» ASSIGNMENT
In your copy, reproduce the entries exactly as they are, minus the images.

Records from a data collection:
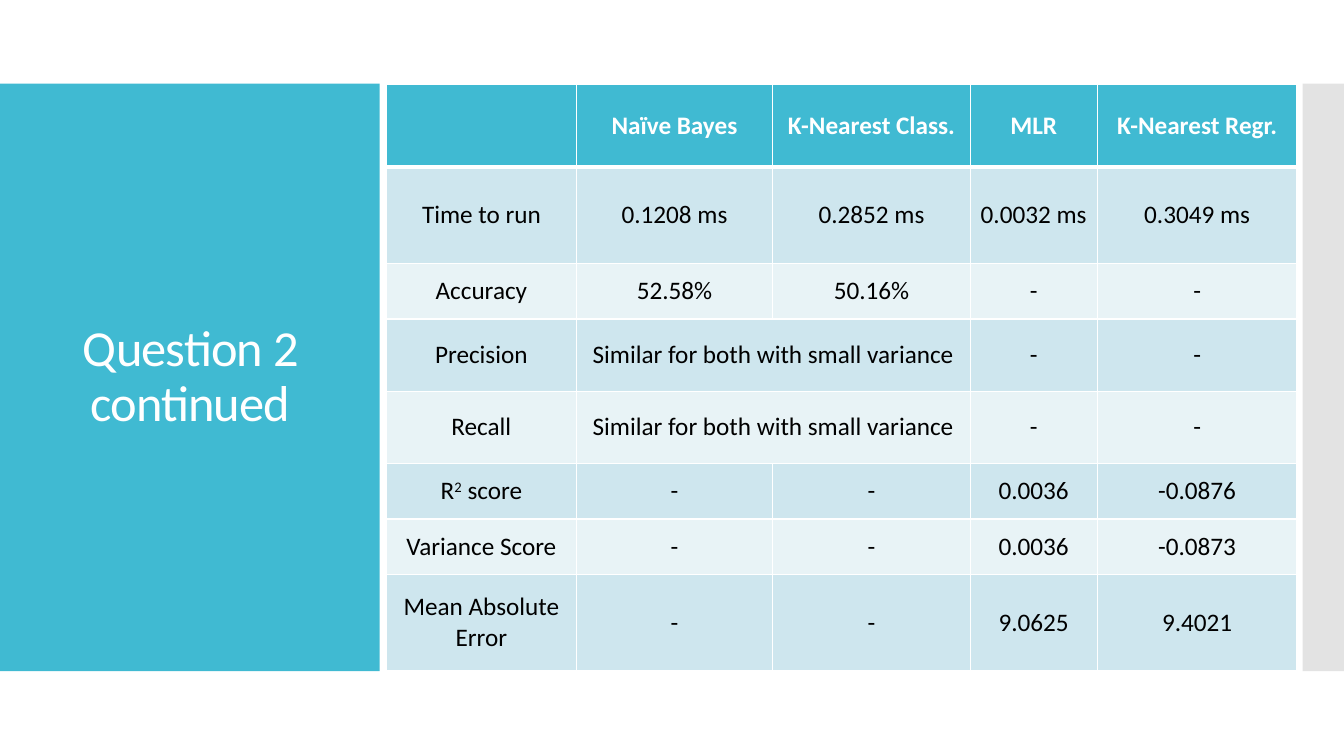
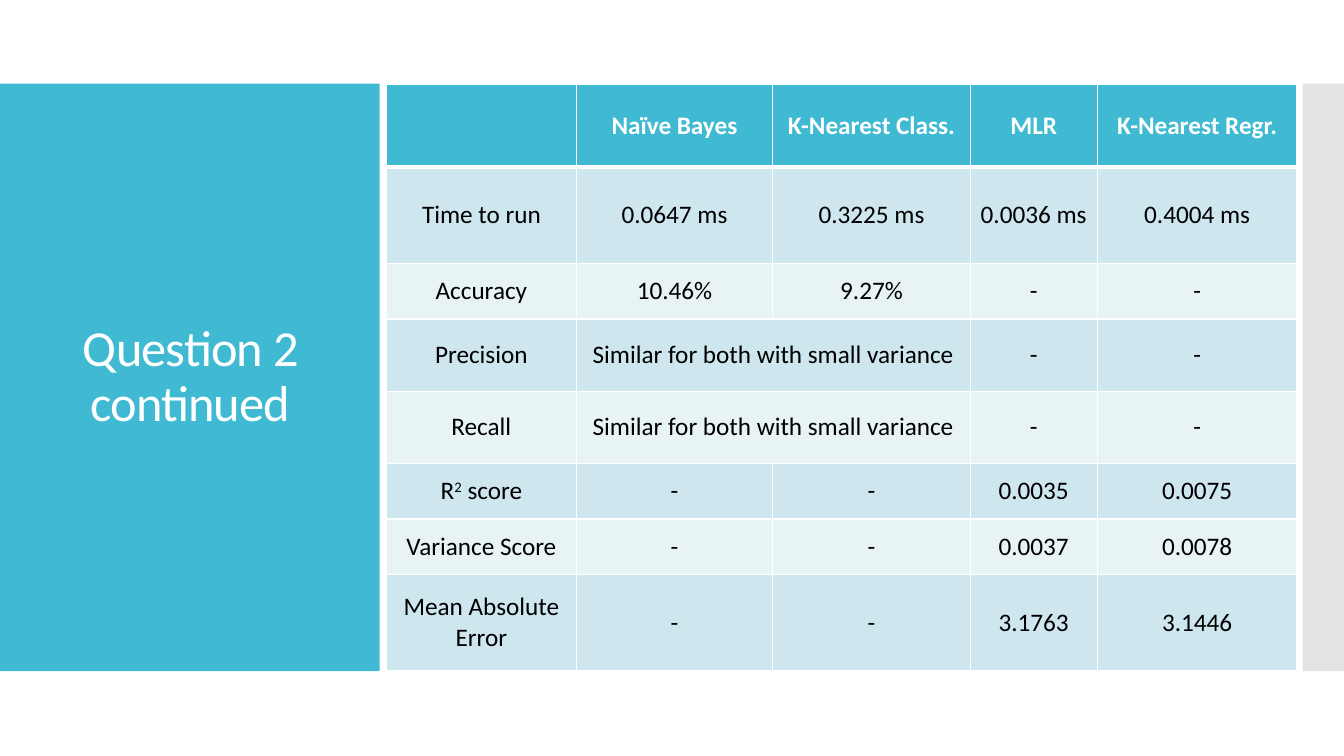
Before and after one commit to puneetsran/date-a-scientist, a slide deck: slide 22 of capstone_starter/date-a-scientist_PUNEET_SRAN.pptx (slide 20 before the commit). Drawn at 1344x756 pixels with LibreOffice and Linux fonts; fonts in the diff are those of the drawing. Boxes give left, top, right and bottom in pixels: in the first picture for what was removed or moved away, otherwise in the second. Text is boxed around its words. In the diff, an @@ line names an element or a change of style, - is before the commit and + after.

```diff
--- a/capstone_starter/date-a-scientist_PUNEET_SRAN.pptx
+++ b/capstone_starter/date-a-scientist_PUNEET_SRAN.pptx
@@ table at [387,85,1298,671] @@
-row 2: Time to run | 0.1208 ms | 0.2852 ms | 0.0032 ms | 0.3049 ms
+row 2: Time to run | 0.0647 ms | 0.3225 ms | 0.0036 ms | 0.4004 ms
-row 3, column 2: 52.58%
+row 3, column 2: 10.46%
-row 3, column 3: 50.16%
+row 3, column 3: 9.27%
-row 6, column 4: 0.0036
+row 6, column 4: 0.0035
-row 6, column 5: -0.0876
+row 6, column 5: 0.0075
-row 7, column 4: 0.0036
+row 7, column 4: 0.0037
-row 7, column 5: -0.0873
+row 7, column 5: 0.0078
-row 8, column 4: 9.0625
+row 8, column 4: 3.1763
-row 8, column 5: 9.4021
+row 8, column 5: 3.1446
```
Also in this commit, not shown: 16 other slides changed, 3 slides added, 3 other files.

» RESPONSE TO THIS TASK
Before and after one commit to puneetsran/date-a-scientist, a slide deck: slide 22 of capstone_starter/date-a-scientist_PUNEET_SRAN.pptx (slide 20 before the commit). Drawn at 1344x756 pixels with LibreOffice and Linux fonts; fonts in the diff are those of the drawing. Boxes give left, top, right and bottom in pixels: in the first picture for what was removed or moved away, otherwise in the second. Text is boxed around its words. In the diff, an @@ line names an element or a change of style, - is before the commit and + after.

```diff
--- a/capstone_starter/date-a-scientist_PUNEET_SRAN.pptx
+++ b/capstone_starter/date-a-scientist_PUNEET_SRAN.pptx
@@ table at [387,85,1298,671] @@
-row 2: Time to run | 0.1208 ms | 0.2852 ms | 0.0032 ms | 0.3049 ms
+row 2: Time to run | 0.0647 ms | 0.3225 ms | 0.0036 ms | 0.4004 ms
-row 3, column 2: 52.58%
+row 3, column 2: 10.46%
-row 3, column 3: 50.16%
+row 3, column 3: 9.27%
-row 6, column 4: 0.0036
+row 6, column 4: 0.0035
-row 6, column 5: -0.0876
+row 6, column 5: 0.0075
-row 7, column 4: 0.0036
+row 7, column 4: 0.0037
-row 7, column 5: -0.0873
+row 7, column 5: 0.0078
-row 8, column 4: 9.0625
+row 8, column 4: 3.1763
-row 8, column 5: 9.4021
+row 8, column 5: 3.1446
```
Also in this commit, not shown: 16 other slides changed, 3 slides added, 3 other files.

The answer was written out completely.